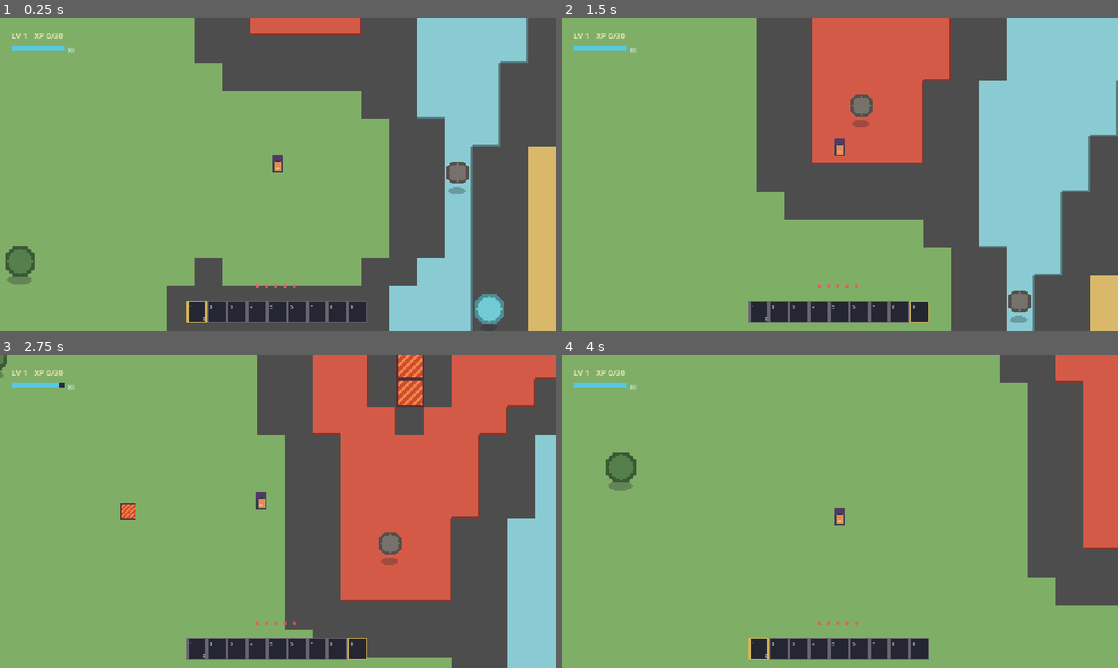
Above: before the commit, frames 1-4 (two rows, left to right).
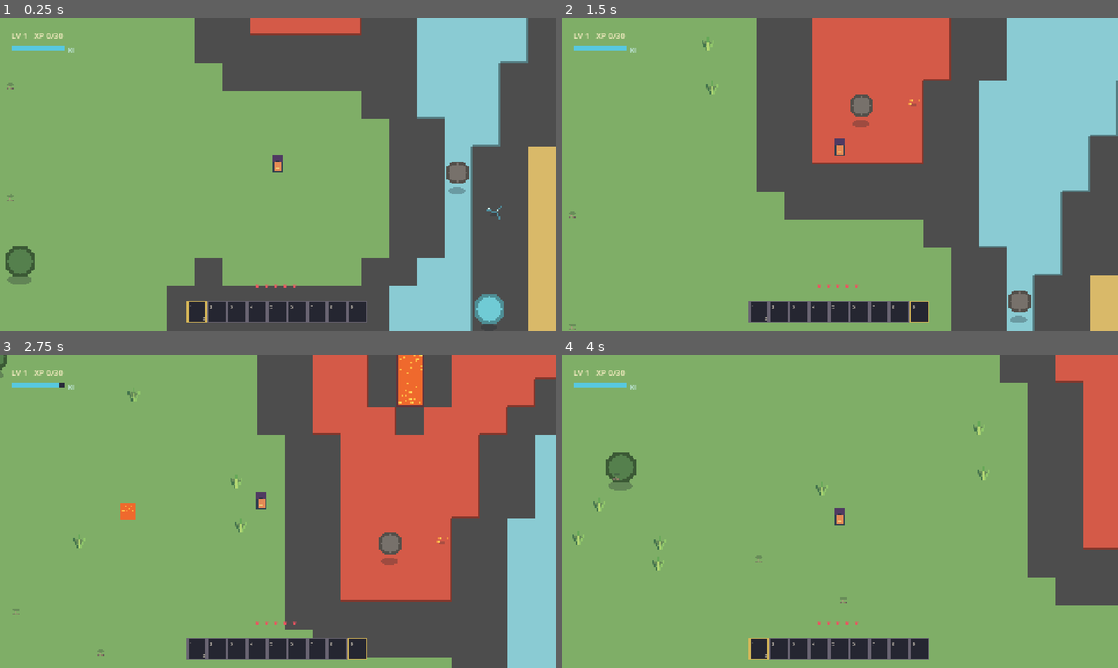
Above: after the commit, the same moments.

Repository: tnvr07/GameZero
Game: Godot game, scene res://scenes/main.tscn
Same seed, same stepped clock (60 frames per second), same inputs: the game is played once before the commit and once after it.
Inputs:
- Up to frame 1 (0.25 s): no input
- Up to frame 2 (1.5 s): tap Enter at 0.5 s; hold W from 0.53 s (still down); tap 1 at 0.6 s; tap Space at 0.77 s; tap 9 at 1.35 s
- Up to frame 3 (2.75 s): tap Space at 1.52 s; release W at 2.03 s; hold A from 2.03 s (still down); tap J at 2.1 s
- Up to frame 4 (4 s): tap Shift at 2.85 s; tap Space at 3.02, 3.77 s; release A at 3.53 s; hold S from 3.53 s (still down); tap 1 at 3.6 s

The runs differ from the first frame. In frame 1, less than 0.1% of the frame differs, in the area x 1-91%, y 20-65%; in frame 2, 0.1%; in frame 3, 1.1%, in the area x 2-81%, y 0-97%; in frame 4, 0.3%.

Commit message:
Add ground detail textures and implement ground detail scattering in the world generation

Diff:
--- a/scripts/art_assets.gd
+++ b/scripts/art_assets.gd
@@ -14,8 +14,10 @@
 
 static var _terrain_texture: Texture2D
 static var _lava_texture: Texture2D
+static var _lava_blast_texture: Texture2D
 static var _player_texture: Texture2D
 static var _decoration_textures: Array[Texture2D] = []
+static var _ground_detail_textures: Dictionary = {}
 static var _decoration_image: Image
 static var _decoration_image_checked := false
 
@@ -58,15 +60,111 @@
 
 static func lava_texture() -> Texture2D:
 	if _lava_texture == null:
-		var image := Image.create(16, 16, false, Image.FORMAT_RGBA8)
-		for y in range(16):
-			for x in range(16):
-				var color := Color("#cf4a32") if ((x + y) % 5 < 3) else Color("#f08a43")
-				if x == 0 or y == 0 or x == 15 or y == 15:
-					color = Color("#542f37")
-				image.set_pixel(x, y, color)
+		var image := Image.create(256, 256, false, Image.FORMAT_RGBA8)
+		for shore_mask in range(16):
+			for variation in range(16):
+				var rng := RandomNumberGenerator.new()
+				rng.seed = 6043 + shore_mask * 97 + variation
+				var tile_origin := Vector2i(
+					((shore_mask & 3) * 4 + (variation & 3)) * 16,
+					((shore_mask >> 2) * 4 + (variation >> 2)) * 16
+				)
+				image.fill_rect(Rect2i(tile_origin, Vector2i(16, 16)), Color("#ef692d"))
+				for speckle in range(12):
+					var speckle_origin := tile_origin + Vector2i(rng.randi_range(1, 14), rng.randi_range(1, 14))
+					image.set_pixelv(speckle_origin, Color("#ffb844"))
+					if rng.randf() < 0.35:
+						image.set_pixelv(speckle_origin + Vector2i(1, 0), Color("#ffd65a"))
+				for side in range(4):
+					if (shore_mask & (1 << side)) == 0:
+						continue
+					for offset in range(16):
+						match side:
+							0:
+								image.set_pixel(tile_origin.x + offset, tile_origin.y, Color("#63343b"))
+							1:
+								image.set_pixel(tile_origin.x + 15, tile_origin.y + offset, Color("#63343b"))
+							2:
+								image.set_pixel(tile_origin.x + offset, tile_origin.y + 15, Color("#63343b"))
+							3:
+								image.set_pixel(tile_origin.x, tile_origin.y + offset, Color("#63343b"))
 		_lava_texture = ImageTexture.create_from_image(image)
 	return _lava_texture
+
+static func lava_blast_texture() -> Texture2D:
+	if _lava_blast_texture == null:
+		var lava_image := lava_texture().get_image()
+		_lava_blast_texture = ImageTexture.create_from_image(lava_image.get_region(Rect2i(0, 0, 16, 16)))
+	return _lava_blast_texture
+
+static func ground_detail_texture(kind: int, variation: int) -> Texture2D:
+	var texture_key := kind * 32 + posmod(variation, 32)
+	if _ground_detail_textures.has(texture_key):
+		return _ground_detail_textures[texture_key]
+	var image := Image.create(16, 16, false, Image.FORMAT_RGBA8)
+	var rng := RandomNumberGenerator.new()
+	rng.seed = 521 + texture_key * 97
+	match kind:
+		0:
+			_draw_detail_line(image, Vector2i(7, 13), Vector2i(5, 8), Color("#42734c"))
+			_draw_detail_line(image, Vector2i(8, 13), Vector2i(8, 6), Color("#67a858"))
+			_draw_detail_line(image, Vector2i(9, 13), Vector2i(11, 8), Color("#91c76b"))
+			_draw_detail_line(image, Vector2i(8, 13), Vector2i(8, 9), Color("#b3d773"))
+		1:
+			_set_detail_pixel(image, Vector2i(6, 12), Color("#776e61"))
+			_set_detail_pixel(image, Vector2i(7, 11), Color("#a89b7b"))
+			_set_detail_pixel(image, Vector2i(8, 12), Color("#8f8065"))
+			_set_detail_pixel(image, Vector2i(9, 12), Color("#625d56"))
+		2:
+			var crack_glow := Color(1.0, 0.40, 0.08, 0.34)
+			var crack_core := Color("#ffbf4e")
+			_draw_detail_glow_line(image, Vector2i(3, 8), Vector2i(7, 7), crack_glow, crack_core)
+			_draw_detail_glow_line(image, Vector2i(7, 7), Vector2i(10, 4), crack_glow, crack_core)
+			_draw_detail_glow_line(image, Vector2i(7, 7), Vector2i(12, 10), crack_glow, crack_core)
+		3:
+			for speckle in range(4):
+				var point := Vector2i(rng.randi_range(3, 12), rng.randi_range(4, 12))
+				_set_detail_pixel(image, point, Color("#f28d42"))
+				if rng.randf() < 0.5:
+					_set_detail_pixel(image, point + Vector2i(1, 0), Color("#ffc653"))
+		4:
+			var ice_crack := Color("#4e8d9d")
+			_draw_detail_line(image, Vector2i(3, 7), Vector2i(8, 8), ice_crack)
+			_draw_detail_line(image, Vector2i(8, 8), Vector2i(11, 5), ice_crack)
+			_draw_detail_line(image, Vector2i(8, 8), Vector2i(10, 12), ice_crack)
+			_set_detail_pixel(image, Vector2i(4, 6), Color("#d6f5ed"))
+			_set_detail_pixel(image, Vector2i(9, 7), Color("#b6e2df"))
+		5:
+			var rock_color := Color("#8a7455")
+			_set_detail_pixel(image, Vector2i(6, 11), rock_color.darkened(0.3))
+			_set_detail_pixel(image, Vector2i(7, 10), rock_color.lightened(0.2))
+			_set_detail_pixel(image, Vector2i(8, 10), rock_color)
+			_set_detail_pixel(image, Vector2i(9, 11), rock_color.darkened(0.15))
+			if rng.randf() < 0.5:
+				_set_detail_pixel(image, Vector2i(11, 12), rock_color.lightened(0.1))
+	_ground_detail_textures[texture_key] = ImageTexture.create_from_image(image)
+	return _ground_detail_textures[texture_key]
+
+static func _set_detail_pixel(image: Image, point: Vector2i, color: Color) -> void:
+	if point.x >= 0 and point.x < image.get_width() and point.y >= 0 and point.y < image.get_height():
+		image.set_pixelv(point, color)
+
+static func _draw_detail_line(image: Image, start: Vector2i, finish: Vector2i, color: Color) -> void:
+	var distance := maxi(absi(finish.x - start.x), absi(finish.y - start.y))
+	for step in range(distance + 1):
+		var weight := float(step) / maxf(1.0, float(distance))
+		_set_detail_pixel(image, Vector2i(roundi(lerpf(start.x, finish.x, weight)), roundi(lerpf(start.y, finish.y, weight))), color)
+
+static func _draw_detail_glow_line(image: Image, start: Vector2i, finish: Vector2i, glow: Color, core: Color) -> void:
+	var distance := maxi(absi(finish.x - start.x), absi(finish.y - start.y))
+	for step in range(distance + 1):
+		var weight := float(step) / maxf(1.0, float(distance))
+		var point := Vector2i(roundi(lerpf(start.x, finish.x, weight)), roundi(lerpf(start.y, finish.y, weight)))
+		_set_detail_pixel(image, point + Vector2i(0, -1), glow)
+		_set_detail_pixel(image, point + Vector2i(0, 1), glow)
+		_set_detail_pixel(image, point + Vector2i(-1, 0), glow)
+		_set_detail_pixel(image, point + Vector2i(1, 0), glow)
+		_set_detail_pixel(image, point, core)
 
 static func player_texture() -> Texture2D:
 	if _player_texture != null:
--- /dev/null
+++ b/scripts/ground_detail.gd
@@ -0,0 +1,18 @@
+extends Node2D
+
+const ArtAssets = preload("res://scripts/art_assets.gd")
+
+var kind := 0
+var variation := 0
+
+func _ready() -> void:
+	var sprite := Sprite2D.new()
+	sprite.texture = ArtAssets.ground_detail_texture(kind, variation)
+	sprite.position.y = -1.0
+	add_child(sprite)
+
+func _draw() -> void:
+	var shadow_radius := 3.0 if kind == 0 or kind == 2 or kind == 4 else 2.0
+	draw_set_transform(Vector2(0, 1), 0.0, Vector2(1.0, 0.4))
+	draw_circle(Vector2.ZERO, shadow_radius, Color(0.12, 0.15, 0.18, 0.24))
+	draw_set_transform(Vector2.ZERO, 0.0, Vector2.ONE)
--- a/scripts/projectile.gd
+++ b/scripts/projectile.gd
@@ -15,7 +15,7 @@
 	shape_node.shape = shape
 	add_child(shape_node)
 	var sprite := Sprite2D.new()
-	sprite.texture = ArtAssets.lava_texture()
+	sprite.texture = ArtAssets.lava_blast_texture()
 	sprite.scale = Vector2(0.55, 0.55)
 	add_child(sprite)
 	body_entered.connect(_on_body_entered)
--- a/scripts/world.gd
+++ b/scripts/world.gd
@@ -3,11 +3,19 @@
 const ArtAssets = preload("res://scripts/art_assets.gd")
 const DecorationScript = preload("res://scripts/decoration.gd")
 const EnemyScript = preload("res://scripts/enemy.gd")
+const GroundDetailScript = preload("res://scripts/ground_detail.gd")
 
 const WORLD_RADIUS := 64
 const DECORATION_COUNT := 300
+const GROUND_DETAIL_COUNT := 480
 const TERRAIN_SOURCE_ID := 0
 const LAVA_SOURCE_ID := 1
+const CARDINAL_OFFSETS: Array[Vector2i] = [
+	Vector2i.UP,
+	Vector2i.RIGHT,
+	Vector2i.DOWN,
+	Vector2i.LEFT,
+]
 
 var player: CharacterBody2D
 var ground: TileMapLayer
@@ -60,7 +68,9 @@
 	var lava_source := TileSetAtlasSource.new()
 	lava_source.texture = ArtAssets.lava_texture()
 	lava_source.texture_region_size = Vector2i(16, 16)
-	lava_source.create_tile(Vector2i.ZERO)
+	for shore_mask in range(16):
+		for variation in range(16):
+			lava_source.create_tile(_lava_atlas_coords(shore_mask, variation))
 	tile_set.add_source(lava_source, LAVA_SOURCE_ID)
 	ground.tile_set = tile_set
 	add_child(ground)
@@ -99,7 +109,6 @@
 			var cell := Vector2i(x, y)
 			var variation := _variation_noise.get_noise_2d(x, y)
 			if biome == 1 and variation > 0.62:
-				ground.set_cell(cell, LAVA_SOURCE_ID, Vector2i.ZERO)
 				_lava_cells[cell] = true
 			else:
 				match biome:
@@ -115,6 +124,19 @@
 	ground.set_cells_terrain_connect(fire_cells, 0, 1, true)
 	ground.set_cells_terrain_connect(ice_cells, 0, 2, true)
 	ground.set_cells_terrain_connect(desert_cells, 0, 3, true)
+	for lava_cell in _lava_cells:
+		var shore_mask := 0
+		for side in range(CARDINAL_OFFSETS.size()):
+			if not _lava_cells.has(lava_cell + CARDINAL_OFFSETS[side]):
+				shore_mask |= 1 << side
+		var variation := posmod(hash(lava_cell), 16)
+		ground.set_cell(lava_cell, LAVA_SOURCE_ID, _lava_atlas_coords(shore_mask, variation))
+
+func _lava_atlas_coords(shore_mask: int, variation: int) -> Vector2i:
+	return Vector2i(
+		(shore_mask & 3) * 4 + (variation & 3),
+		(shore_mask >> 2) * 4 + (variation >> 2)
+	)
 
 func _biome_for_value(value: float) -> int:
 	if value > 0.26:
@@ -143,6 +165,47 @@
 		decorations.add_child(decoration)
 		placed += 1
 
+	_scatter_ground_details(rng)
+
+func _scatter_ground_details(rng: RandomNumberGenerator) -> void:
+	var attempts := 0
+	var placed := 0
+	while placed < GROUND_DETAIL_COUNT and attempts < GROUND_DETAIL_COUNT * 12:
+		attempts += 1
+		var cell := Vector2i(rng.randi_range(-WORLD_RADIUS, WORLD_RADIUS), rng.randi_range(-WORLD_RADIUS, WORLD_RADIUS))
+		if cell.length() < 5 or _lava_cells.has(cell):
+			continue
+		var biome := _biome_for_value(_biome_noise.get_noise_2d(cell.x, cell.y))
+		var detail_chance := 0.0
+		match biome:
+			0:
+				detail_chance = 0.84
+			1:
+				detail_chance = 0.82
+			2:
+				detail_chance = 0.55
+			_:
+				detail_chance = 0.76
+		if rng.randf() > detail_chance:
+			continue
+		var detail := GroundDetailScript.new()
+		detail.kind = _ground_detail_kind(biome, rng)
+		detail.variation = rng.randi()
+		detail.position = ground.map_to_local(cell) + Vector2(rng.randf_range(-5.0, 5.0), rng.randf_range(-5.0, 5.0))
+		decorations.add_child(detail)
+		placed += 1
+
+func _ground_detail_kind(biome: int, rng: RandomNumberGenerator) -> int:
+	match biome:
+		0:
+			return 0 if rng.randf() < 0.56 else 1
+		1:
+			return 2 if rng.randf() < 0.64 else 3
+		2:
+			return 4
+		_:
+			return 5
+
 func _decoration_kind(biome: int, variation: float, rng: RandomNumberGenerator) -> int:
 	match biome:
 		0:
Not shown, added: scripts/ground_detail.gd.uid
Not shown, changed: README.md

◆ ◆ ◆

▸ **Task prompt**
Scan the records for the string "weight" and show every line that contains it.

▸ **Finished task**
+		var weight := float(step) / maxf(1.0, float(distance))
+		_set_detail_pixel(image, Vector2i(roundi(lerpf(start.x, finish.x, weight)), roundi(lerpf(start.y, finish.y, weight))), color)
+		var weight := float(step) / maxf(1.0, float(distance))
+		var point := Vector2i(roundi(lerpf(start.x, finish.x, weight)), roundi(lerpf(start.y, finish.y, weight)))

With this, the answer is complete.